▶ _ACTIVITY_
Each line below from the one containing "for usage on" through the one containing "inventory_widget = $Inventory;" should be output exactly as it stands, and no other line should appear.

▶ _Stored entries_

━━━━━━━━

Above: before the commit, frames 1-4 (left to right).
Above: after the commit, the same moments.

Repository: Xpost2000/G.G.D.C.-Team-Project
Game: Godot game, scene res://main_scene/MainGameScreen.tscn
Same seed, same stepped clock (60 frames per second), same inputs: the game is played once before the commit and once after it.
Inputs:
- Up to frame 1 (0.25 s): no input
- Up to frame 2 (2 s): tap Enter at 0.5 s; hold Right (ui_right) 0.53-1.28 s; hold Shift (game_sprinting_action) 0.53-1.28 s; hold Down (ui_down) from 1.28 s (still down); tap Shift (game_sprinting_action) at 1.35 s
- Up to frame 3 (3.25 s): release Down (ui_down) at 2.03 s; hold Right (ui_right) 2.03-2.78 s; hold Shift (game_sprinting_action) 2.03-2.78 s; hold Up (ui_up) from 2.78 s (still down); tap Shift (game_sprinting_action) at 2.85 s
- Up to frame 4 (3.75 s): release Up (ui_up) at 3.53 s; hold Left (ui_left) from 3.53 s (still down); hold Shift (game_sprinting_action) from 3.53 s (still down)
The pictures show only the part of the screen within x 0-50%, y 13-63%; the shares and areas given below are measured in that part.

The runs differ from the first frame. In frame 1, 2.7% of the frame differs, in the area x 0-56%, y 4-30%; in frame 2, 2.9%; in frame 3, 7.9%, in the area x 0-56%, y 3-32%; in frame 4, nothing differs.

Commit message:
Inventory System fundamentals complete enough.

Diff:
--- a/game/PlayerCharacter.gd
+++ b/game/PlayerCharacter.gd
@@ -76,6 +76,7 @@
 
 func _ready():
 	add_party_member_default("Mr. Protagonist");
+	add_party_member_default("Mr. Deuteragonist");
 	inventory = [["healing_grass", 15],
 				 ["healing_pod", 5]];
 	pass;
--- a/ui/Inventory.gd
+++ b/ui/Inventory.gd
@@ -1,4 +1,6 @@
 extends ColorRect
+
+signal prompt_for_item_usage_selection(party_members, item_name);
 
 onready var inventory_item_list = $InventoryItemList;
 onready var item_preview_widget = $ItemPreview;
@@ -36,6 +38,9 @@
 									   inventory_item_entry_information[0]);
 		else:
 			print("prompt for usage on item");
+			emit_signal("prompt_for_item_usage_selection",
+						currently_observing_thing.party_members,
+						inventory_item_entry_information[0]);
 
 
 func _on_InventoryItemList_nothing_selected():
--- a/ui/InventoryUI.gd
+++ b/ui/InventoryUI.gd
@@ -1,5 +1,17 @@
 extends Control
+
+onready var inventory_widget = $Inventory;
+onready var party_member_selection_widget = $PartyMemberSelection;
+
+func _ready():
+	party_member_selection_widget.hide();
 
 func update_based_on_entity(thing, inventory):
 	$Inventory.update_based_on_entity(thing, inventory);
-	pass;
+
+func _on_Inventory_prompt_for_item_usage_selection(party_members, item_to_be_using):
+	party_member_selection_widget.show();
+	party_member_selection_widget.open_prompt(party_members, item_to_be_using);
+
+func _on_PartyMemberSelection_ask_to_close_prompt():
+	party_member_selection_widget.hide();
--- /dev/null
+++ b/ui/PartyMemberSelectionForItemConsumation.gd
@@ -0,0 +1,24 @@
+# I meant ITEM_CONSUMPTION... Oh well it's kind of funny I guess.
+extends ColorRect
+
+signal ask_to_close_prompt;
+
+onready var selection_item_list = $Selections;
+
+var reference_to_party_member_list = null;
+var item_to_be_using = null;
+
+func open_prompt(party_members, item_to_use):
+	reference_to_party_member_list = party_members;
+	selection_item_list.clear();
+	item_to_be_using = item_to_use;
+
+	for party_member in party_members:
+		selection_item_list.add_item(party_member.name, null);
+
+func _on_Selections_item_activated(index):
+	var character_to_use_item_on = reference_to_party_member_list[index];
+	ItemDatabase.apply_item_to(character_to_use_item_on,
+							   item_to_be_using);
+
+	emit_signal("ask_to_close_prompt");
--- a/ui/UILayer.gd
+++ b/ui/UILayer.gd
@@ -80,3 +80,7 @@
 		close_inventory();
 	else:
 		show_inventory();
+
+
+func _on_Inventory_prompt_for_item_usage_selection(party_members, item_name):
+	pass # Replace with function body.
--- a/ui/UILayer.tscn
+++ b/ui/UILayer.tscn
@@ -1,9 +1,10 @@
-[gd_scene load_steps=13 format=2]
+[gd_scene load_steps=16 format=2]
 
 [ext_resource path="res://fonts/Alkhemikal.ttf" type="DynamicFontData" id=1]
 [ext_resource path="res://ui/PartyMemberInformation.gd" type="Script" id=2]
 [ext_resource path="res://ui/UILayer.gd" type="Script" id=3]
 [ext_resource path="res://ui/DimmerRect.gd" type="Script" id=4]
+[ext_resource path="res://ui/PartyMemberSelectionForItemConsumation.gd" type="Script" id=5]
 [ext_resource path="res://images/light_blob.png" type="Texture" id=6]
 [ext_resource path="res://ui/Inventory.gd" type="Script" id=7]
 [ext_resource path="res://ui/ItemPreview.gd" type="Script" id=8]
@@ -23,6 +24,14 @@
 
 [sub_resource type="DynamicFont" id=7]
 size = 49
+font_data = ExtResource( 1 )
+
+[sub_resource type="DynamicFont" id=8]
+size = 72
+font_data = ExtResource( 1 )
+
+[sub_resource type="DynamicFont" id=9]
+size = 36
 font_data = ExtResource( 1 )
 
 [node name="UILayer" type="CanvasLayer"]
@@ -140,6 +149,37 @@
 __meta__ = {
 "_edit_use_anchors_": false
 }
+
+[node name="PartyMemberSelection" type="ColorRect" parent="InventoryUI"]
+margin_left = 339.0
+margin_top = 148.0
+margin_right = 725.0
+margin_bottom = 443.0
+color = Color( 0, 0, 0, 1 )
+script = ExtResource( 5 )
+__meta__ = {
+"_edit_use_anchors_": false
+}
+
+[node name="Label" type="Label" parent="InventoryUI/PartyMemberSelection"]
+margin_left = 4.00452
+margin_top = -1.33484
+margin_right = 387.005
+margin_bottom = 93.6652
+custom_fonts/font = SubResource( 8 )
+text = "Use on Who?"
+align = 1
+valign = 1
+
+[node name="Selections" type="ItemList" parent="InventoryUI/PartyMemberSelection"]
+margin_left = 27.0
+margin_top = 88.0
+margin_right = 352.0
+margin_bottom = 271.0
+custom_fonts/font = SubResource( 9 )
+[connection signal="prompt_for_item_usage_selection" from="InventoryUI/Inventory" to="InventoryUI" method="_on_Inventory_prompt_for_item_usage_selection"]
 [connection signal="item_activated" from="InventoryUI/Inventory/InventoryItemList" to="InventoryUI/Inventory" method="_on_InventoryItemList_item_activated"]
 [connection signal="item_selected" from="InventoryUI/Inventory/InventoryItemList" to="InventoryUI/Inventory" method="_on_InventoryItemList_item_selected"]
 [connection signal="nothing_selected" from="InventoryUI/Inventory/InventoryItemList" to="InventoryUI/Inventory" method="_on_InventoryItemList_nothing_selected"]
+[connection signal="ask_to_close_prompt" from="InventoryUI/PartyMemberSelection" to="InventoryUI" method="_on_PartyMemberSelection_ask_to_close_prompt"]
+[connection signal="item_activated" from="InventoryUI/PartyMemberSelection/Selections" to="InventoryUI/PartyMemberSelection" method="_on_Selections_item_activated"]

━━━━━━━━

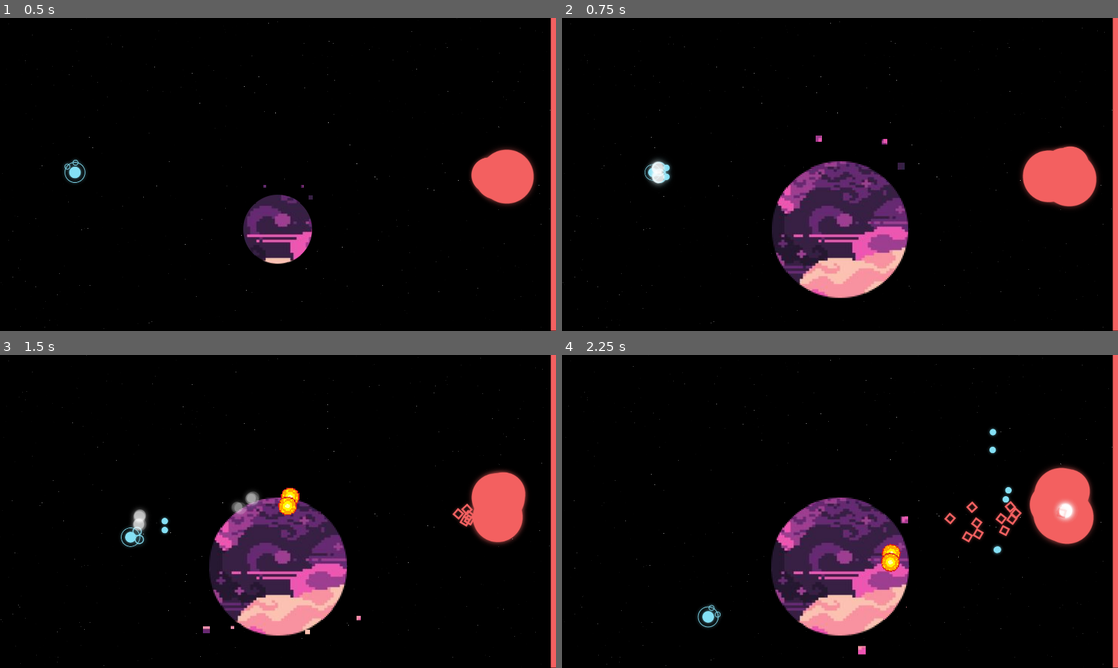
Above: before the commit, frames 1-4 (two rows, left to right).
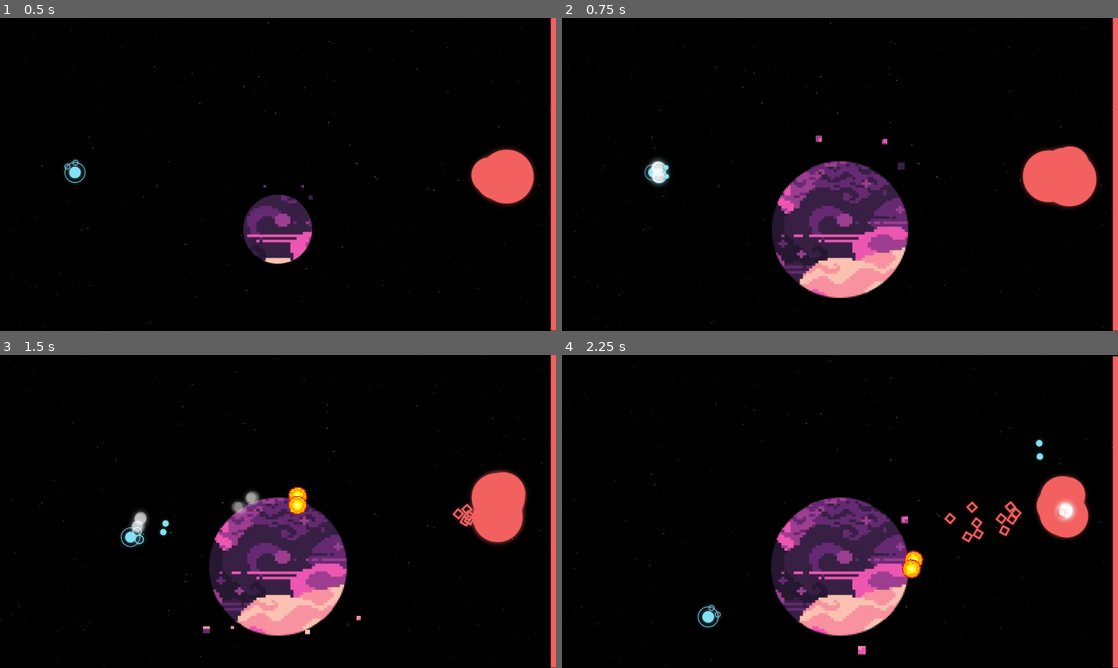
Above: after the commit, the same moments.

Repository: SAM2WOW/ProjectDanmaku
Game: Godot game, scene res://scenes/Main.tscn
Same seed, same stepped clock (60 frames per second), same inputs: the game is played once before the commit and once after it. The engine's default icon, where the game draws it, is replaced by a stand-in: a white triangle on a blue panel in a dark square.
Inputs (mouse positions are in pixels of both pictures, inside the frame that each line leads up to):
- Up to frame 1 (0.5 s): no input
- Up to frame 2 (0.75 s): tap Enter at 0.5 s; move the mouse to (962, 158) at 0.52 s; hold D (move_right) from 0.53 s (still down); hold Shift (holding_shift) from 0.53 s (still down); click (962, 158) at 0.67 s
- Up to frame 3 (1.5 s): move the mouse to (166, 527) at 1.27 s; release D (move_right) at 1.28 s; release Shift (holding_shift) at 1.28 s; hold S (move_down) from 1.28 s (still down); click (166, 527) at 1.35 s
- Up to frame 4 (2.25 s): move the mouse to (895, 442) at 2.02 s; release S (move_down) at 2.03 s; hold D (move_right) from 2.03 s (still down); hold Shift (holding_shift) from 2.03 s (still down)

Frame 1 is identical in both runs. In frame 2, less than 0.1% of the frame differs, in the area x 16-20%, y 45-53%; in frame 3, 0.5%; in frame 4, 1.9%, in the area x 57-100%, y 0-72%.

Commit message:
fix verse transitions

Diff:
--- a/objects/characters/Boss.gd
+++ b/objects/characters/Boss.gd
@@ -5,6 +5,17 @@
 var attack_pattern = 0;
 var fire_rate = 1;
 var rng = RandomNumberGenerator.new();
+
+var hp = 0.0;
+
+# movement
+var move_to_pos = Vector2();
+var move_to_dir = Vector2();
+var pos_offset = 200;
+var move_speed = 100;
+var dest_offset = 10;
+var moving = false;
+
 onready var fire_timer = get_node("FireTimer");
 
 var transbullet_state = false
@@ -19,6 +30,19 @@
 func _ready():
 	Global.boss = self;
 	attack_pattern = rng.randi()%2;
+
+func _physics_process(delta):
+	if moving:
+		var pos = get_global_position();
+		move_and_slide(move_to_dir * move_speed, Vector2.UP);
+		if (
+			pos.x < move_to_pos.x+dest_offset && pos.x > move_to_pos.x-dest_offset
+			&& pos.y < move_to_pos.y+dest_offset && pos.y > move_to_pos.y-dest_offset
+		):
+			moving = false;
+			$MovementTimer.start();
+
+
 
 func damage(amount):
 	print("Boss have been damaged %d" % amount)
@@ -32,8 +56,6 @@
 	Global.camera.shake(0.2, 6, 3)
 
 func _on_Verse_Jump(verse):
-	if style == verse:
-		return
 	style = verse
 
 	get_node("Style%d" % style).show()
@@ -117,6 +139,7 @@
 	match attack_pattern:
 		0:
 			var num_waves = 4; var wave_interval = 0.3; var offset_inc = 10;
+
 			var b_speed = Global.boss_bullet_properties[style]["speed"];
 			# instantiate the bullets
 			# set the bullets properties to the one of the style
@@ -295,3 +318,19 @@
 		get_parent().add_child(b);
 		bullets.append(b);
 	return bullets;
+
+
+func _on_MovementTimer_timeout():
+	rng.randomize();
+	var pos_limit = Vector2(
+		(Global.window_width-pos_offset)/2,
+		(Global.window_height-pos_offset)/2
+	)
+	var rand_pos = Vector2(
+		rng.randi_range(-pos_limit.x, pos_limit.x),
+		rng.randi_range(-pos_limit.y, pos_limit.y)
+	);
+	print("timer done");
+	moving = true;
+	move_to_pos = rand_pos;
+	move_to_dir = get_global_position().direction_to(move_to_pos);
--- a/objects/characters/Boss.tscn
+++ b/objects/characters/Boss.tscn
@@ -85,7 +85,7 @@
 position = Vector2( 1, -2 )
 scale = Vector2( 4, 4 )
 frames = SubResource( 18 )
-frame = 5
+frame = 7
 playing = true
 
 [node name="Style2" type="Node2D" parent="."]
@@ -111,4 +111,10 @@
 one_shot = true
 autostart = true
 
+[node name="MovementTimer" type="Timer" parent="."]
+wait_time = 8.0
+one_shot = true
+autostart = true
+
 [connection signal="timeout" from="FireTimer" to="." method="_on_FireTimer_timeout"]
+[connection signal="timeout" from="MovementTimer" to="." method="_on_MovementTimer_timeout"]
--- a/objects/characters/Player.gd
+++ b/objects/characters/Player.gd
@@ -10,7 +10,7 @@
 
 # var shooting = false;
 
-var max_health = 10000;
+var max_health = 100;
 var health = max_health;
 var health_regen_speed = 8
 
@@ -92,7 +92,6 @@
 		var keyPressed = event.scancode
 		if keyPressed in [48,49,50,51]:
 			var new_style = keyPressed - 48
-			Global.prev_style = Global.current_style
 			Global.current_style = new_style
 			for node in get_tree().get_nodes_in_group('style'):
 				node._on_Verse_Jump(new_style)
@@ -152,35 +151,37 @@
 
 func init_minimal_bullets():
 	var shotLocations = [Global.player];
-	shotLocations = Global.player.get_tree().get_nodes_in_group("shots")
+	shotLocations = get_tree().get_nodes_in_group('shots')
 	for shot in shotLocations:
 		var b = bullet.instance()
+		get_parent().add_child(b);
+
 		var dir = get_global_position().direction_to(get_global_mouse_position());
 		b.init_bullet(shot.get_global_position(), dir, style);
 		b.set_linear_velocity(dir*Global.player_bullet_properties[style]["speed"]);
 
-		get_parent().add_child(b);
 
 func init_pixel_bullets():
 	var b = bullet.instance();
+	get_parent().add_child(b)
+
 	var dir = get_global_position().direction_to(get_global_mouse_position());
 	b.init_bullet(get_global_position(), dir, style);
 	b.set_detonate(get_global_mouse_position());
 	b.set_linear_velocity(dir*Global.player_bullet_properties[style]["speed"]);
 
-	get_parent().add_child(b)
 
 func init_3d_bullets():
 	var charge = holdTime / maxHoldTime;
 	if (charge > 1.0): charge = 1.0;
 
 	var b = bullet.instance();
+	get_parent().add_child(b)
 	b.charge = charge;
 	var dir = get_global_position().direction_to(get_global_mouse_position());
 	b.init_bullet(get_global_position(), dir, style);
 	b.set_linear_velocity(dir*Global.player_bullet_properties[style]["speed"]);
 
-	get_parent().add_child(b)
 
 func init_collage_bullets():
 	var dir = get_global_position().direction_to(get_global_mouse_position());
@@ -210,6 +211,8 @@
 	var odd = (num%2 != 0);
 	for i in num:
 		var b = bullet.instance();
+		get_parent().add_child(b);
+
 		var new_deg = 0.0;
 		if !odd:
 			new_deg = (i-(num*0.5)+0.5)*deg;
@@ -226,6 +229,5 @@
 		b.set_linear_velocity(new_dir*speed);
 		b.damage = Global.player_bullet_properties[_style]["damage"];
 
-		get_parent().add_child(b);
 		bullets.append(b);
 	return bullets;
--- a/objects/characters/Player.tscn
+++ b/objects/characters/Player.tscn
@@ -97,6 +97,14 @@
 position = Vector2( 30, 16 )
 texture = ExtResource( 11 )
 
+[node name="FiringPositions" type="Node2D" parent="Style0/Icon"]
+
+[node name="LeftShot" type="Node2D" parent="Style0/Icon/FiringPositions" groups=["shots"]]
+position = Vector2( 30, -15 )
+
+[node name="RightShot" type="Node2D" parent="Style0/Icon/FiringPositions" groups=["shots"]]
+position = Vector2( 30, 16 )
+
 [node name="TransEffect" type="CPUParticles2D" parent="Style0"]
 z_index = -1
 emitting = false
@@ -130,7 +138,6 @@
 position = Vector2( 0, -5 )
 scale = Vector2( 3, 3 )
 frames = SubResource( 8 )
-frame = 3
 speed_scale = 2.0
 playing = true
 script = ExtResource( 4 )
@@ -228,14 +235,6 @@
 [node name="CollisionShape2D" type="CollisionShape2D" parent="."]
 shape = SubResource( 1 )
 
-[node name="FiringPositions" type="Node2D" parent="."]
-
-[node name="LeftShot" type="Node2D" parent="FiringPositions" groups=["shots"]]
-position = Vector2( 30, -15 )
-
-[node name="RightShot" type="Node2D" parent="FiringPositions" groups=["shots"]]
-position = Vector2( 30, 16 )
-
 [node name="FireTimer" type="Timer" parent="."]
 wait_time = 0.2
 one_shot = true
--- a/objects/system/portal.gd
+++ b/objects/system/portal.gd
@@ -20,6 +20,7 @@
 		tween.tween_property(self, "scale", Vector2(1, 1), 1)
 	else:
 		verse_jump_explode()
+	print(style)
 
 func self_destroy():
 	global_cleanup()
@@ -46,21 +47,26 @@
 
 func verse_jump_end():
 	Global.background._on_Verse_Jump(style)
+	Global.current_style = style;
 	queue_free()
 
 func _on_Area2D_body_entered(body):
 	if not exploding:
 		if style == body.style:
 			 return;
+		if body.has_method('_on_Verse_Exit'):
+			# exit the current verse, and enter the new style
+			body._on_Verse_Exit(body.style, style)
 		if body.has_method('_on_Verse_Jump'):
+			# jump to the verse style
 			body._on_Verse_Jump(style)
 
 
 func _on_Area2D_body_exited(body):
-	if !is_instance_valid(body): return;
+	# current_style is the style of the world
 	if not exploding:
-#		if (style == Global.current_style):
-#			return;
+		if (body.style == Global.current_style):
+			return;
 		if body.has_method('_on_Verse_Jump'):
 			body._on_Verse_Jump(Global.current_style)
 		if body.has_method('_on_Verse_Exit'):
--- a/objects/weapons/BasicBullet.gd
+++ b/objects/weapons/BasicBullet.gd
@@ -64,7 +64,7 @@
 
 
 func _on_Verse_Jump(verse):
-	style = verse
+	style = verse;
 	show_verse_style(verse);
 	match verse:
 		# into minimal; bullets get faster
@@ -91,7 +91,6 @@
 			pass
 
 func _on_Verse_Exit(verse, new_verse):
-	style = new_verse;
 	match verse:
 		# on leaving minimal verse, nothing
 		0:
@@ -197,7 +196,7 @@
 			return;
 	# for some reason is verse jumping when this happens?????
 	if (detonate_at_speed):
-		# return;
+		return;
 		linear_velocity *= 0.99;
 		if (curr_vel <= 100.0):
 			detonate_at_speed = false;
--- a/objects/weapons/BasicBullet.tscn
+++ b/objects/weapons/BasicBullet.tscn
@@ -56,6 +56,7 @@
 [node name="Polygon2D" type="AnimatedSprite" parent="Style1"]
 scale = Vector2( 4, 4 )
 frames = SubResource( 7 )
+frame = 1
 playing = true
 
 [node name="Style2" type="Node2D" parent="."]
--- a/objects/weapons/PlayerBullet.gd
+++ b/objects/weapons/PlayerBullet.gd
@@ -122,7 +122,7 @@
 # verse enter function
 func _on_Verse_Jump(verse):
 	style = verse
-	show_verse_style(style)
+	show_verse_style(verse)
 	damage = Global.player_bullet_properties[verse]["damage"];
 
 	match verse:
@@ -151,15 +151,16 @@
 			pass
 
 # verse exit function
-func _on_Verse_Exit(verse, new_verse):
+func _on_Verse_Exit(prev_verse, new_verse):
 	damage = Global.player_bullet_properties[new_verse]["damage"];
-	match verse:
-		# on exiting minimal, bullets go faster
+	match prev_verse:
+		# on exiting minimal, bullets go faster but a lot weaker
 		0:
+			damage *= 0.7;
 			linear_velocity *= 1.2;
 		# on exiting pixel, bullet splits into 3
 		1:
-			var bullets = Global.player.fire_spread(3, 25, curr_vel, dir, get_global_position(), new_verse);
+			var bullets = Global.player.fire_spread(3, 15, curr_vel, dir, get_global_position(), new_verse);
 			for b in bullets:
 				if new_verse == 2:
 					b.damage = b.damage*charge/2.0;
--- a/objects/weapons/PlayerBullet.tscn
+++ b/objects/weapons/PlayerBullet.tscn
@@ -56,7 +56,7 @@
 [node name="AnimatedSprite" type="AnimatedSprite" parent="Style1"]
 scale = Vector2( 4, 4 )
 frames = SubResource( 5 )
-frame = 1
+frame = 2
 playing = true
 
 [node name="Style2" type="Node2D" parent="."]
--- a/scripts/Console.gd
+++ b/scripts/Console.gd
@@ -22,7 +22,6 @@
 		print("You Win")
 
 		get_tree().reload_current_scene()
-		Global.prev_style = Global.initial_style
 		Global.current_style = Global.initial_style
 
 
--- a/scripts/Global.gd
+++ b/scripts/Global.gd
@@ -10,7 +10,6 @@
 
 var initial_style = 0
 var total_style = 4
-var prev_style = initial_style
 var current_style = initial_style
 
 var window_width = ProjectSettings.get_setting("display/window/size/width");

━━━━━━━━

▶ _SOLUTION FOR THIS EXERCISE_
 			print("prompt for usage on item");
+			emit_signal("prompt_for_item_usage_selection",
+						currently_observing_thing.party_members,
+						inventory_item_entry_information[0]);
 
 
 func _on_InventoryItemList_nothing_selected():
--- a/ui/InventoryUI.gd
+++ b/ui/InventoryUI.gd
@@ -1,5 +1,17 @@
 extends Control
+
+onready var inventory_widget = $Inventory;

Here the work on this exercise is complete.